Acórdão 1358300, 07178077220188070007, Relator: Des. LUÍS GUSTAVO B. DE OLIVEIRA, Quarta Turma Cível, data de julgamento: 22/7/2021, publicado no DJe: 6/8/2021.

Direito Penal e Processual Penal

Embriaguez ao volante e evasão do local – dúvida razoável quanto à identificação do condutor do veículo – absolvição

A condenação pela prática dos crimes de embriaguez ao volante e evasão do local do acidente deve-se basear em prova robusta, produzida sob o crivo do contraditório, e não em meras conjecturas de populares, pois prevalece, na hipótese, o in dubio pro reo. O Ministério Público ofereceu denúncia contra um motorista que conduziu veículo com a capacidade psicomotora alterada pela ingestão de bebida alcoólica, colidiu com poste de luz e afastou-se do local após a batida, para se eximir da responsabilidade (arts. 305 e 306 do Código de Trânsito Brasileiro CTB). Sobrevinda a condenação, a defesa interpôs recurso no qual pleiteou a absolvição do réu, ao fundamento de insuficiência de provas concretas sobre a identidade do verdadeiro condutor. Ao examinarem a apelação, os Desembargadores destacaram que, embora os policiais não tenham presenciado a batida, avistaram o acusado sair do veículo, pelo lado do passageiro, e empreender fuga, na tentativa de evadir-se do local, momento em que foi capturado e encaminhado à delegacia, onde realizou o teste do bafômetro, que comprovou a embriaguez. Contudo, apesar da ótica policial, os Magistrados enfatizaram que havia outras três pessoas no automóvel, as quais, com harmonia e firmeza, negaram, em Juízo, que o recorrente estava na direção do carro no momento da colisão, pois acreditavam, até mesmo, que o sentenciado não sabia dirigir.
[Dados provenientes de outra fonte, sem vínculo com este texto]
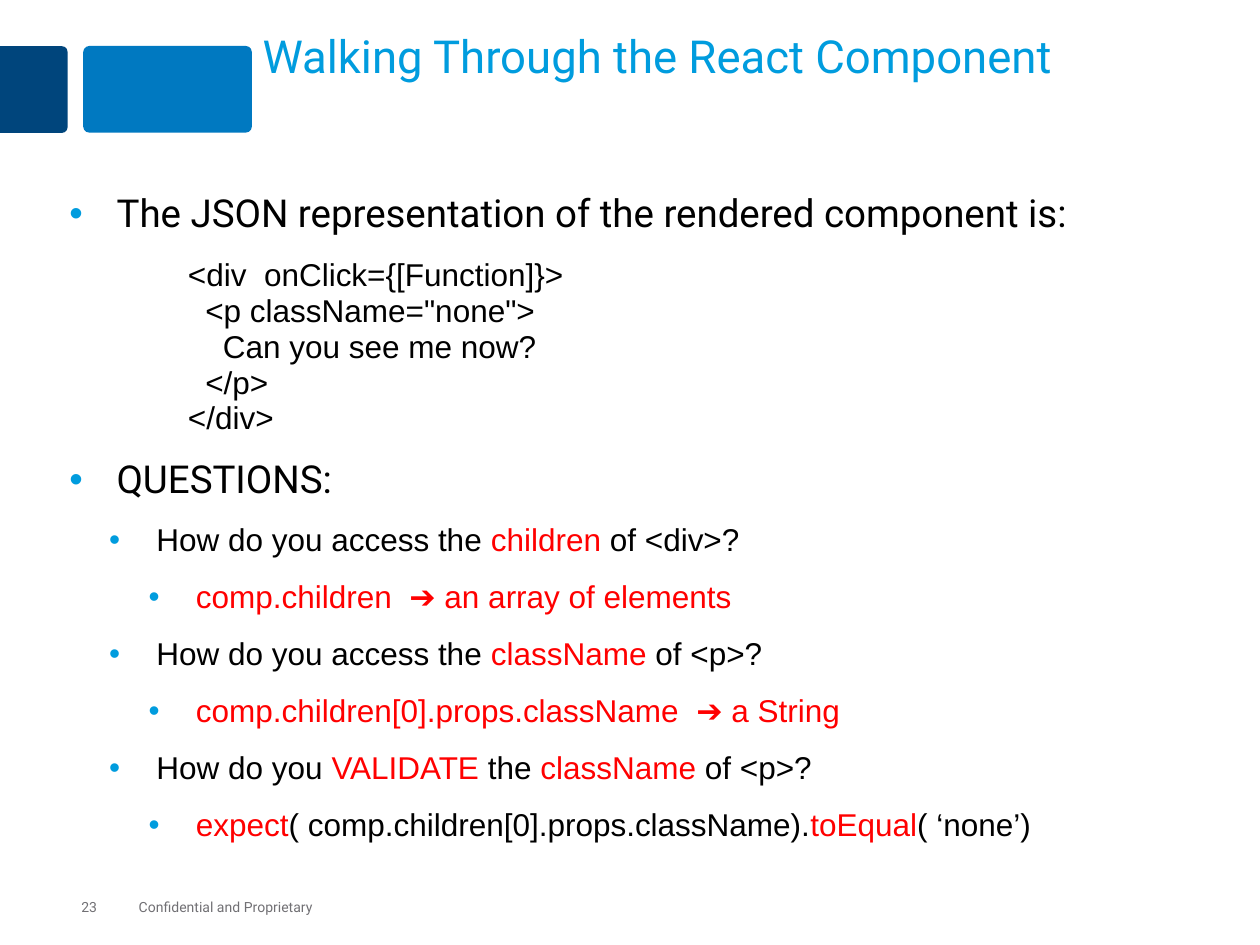
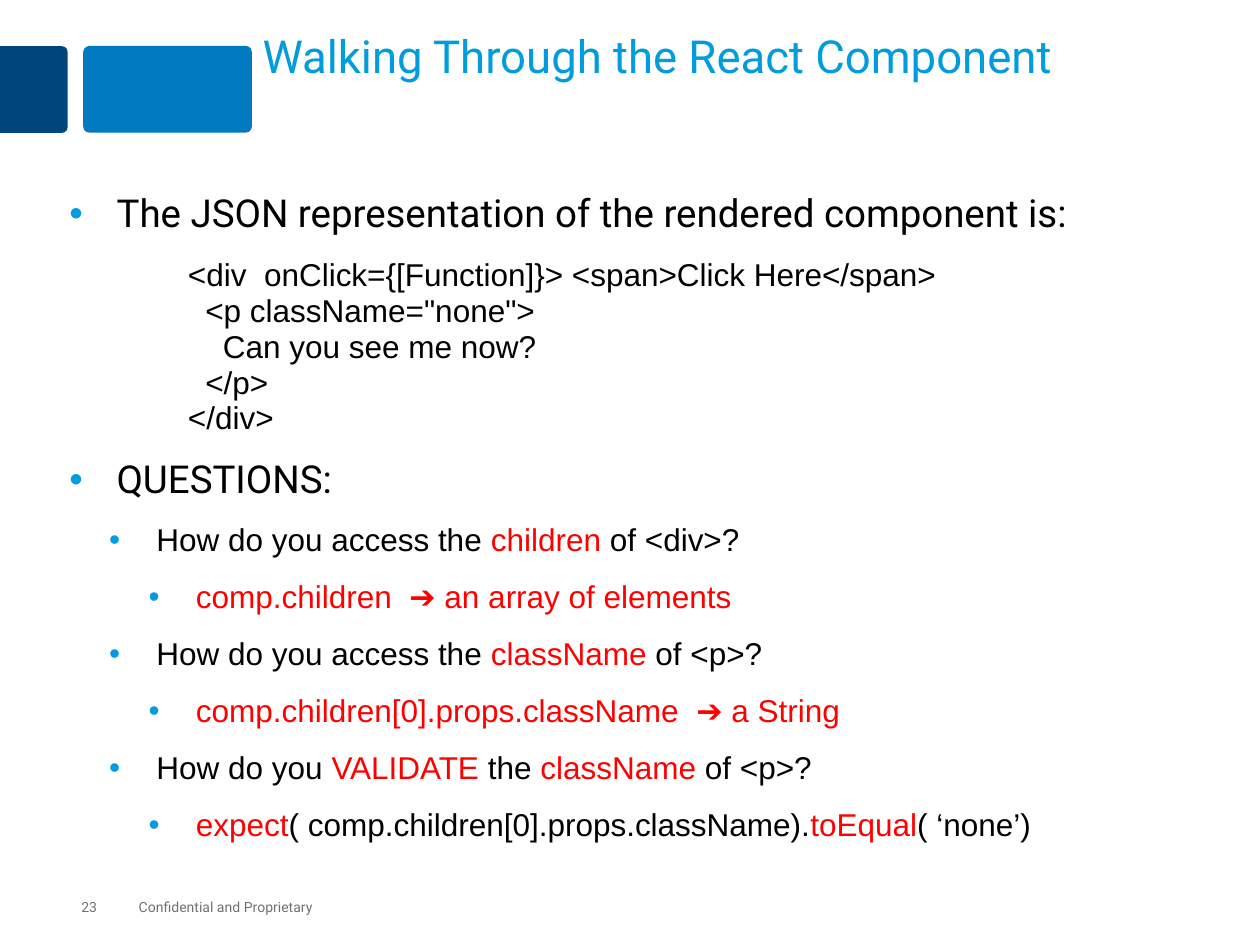
Before and after one commit to MaxMillington/react_practice, a slide deck: slide 23 of lesson-react-70-testing/react-testing.pptx. Drawn at 1260x945 pixels with LibreOffice and Linux fonts; fonts in the diff are those of the drawing. Boxes give left, top, right and bottom in pixels: in the first picture for what was removed or moved away, otherwise in the second. Text is boxed around its words. In the diff, an @@ line names an element or a change of style, - is before the commit and + after.

```diff
--- a/lesson-react-70-testing/react-testing.pptx
+++ b/lesson-react-70-testing/react-testing.pptx
@@ text at (x1=188, y1=263, x2=936, y2=430): text changed @@
-      <div onClick={[Function]}>
-      <p className="none">
-      Can you see me now?
-      </p>
-      </div>
+      <div onClick={[Function]}> <span>Click Here</span>
+      <p className="none">
+      Can you see me now?
+      </p>
+      </div>
```
Also in this commit, not shown: 13 other slides changed.

Assim, entenderam que, com base na prova oral, não é possível extrair, com segurança, quem era o condutor. Com efeito, explicaram que o recorrente permaneceu em silêncio na fase inquisitorial, pois havia apenas o registro de uma “conversa informal” entre a polícia e o motorista. As informações colhidas na fase processual, por sua vez, também não acrescentaram bons elementos de prova quanto aos fatos, porquanto não passaram de meras conjecturas e ilações de populares, desamparadas de elementos hígidos e concretos, o que denota a existência de dúvida razoável quanto à autoria. Desse modo, a Turma registrou que a condenação criminal deve ser apoiada em prova robusta e incontestável, produzida com a observância do contraditório e da ampla defesa, sem margem para dúvidas ou incertezas, sob pena de violação ao princípio da não culpabilidade. Ao fim, por considerar que os delitos descritos na peça acusatória só podem ser imputados ao efetivo condutor, decidiu absolver o acusado, com fundamento no princípio in dubio pro reo. 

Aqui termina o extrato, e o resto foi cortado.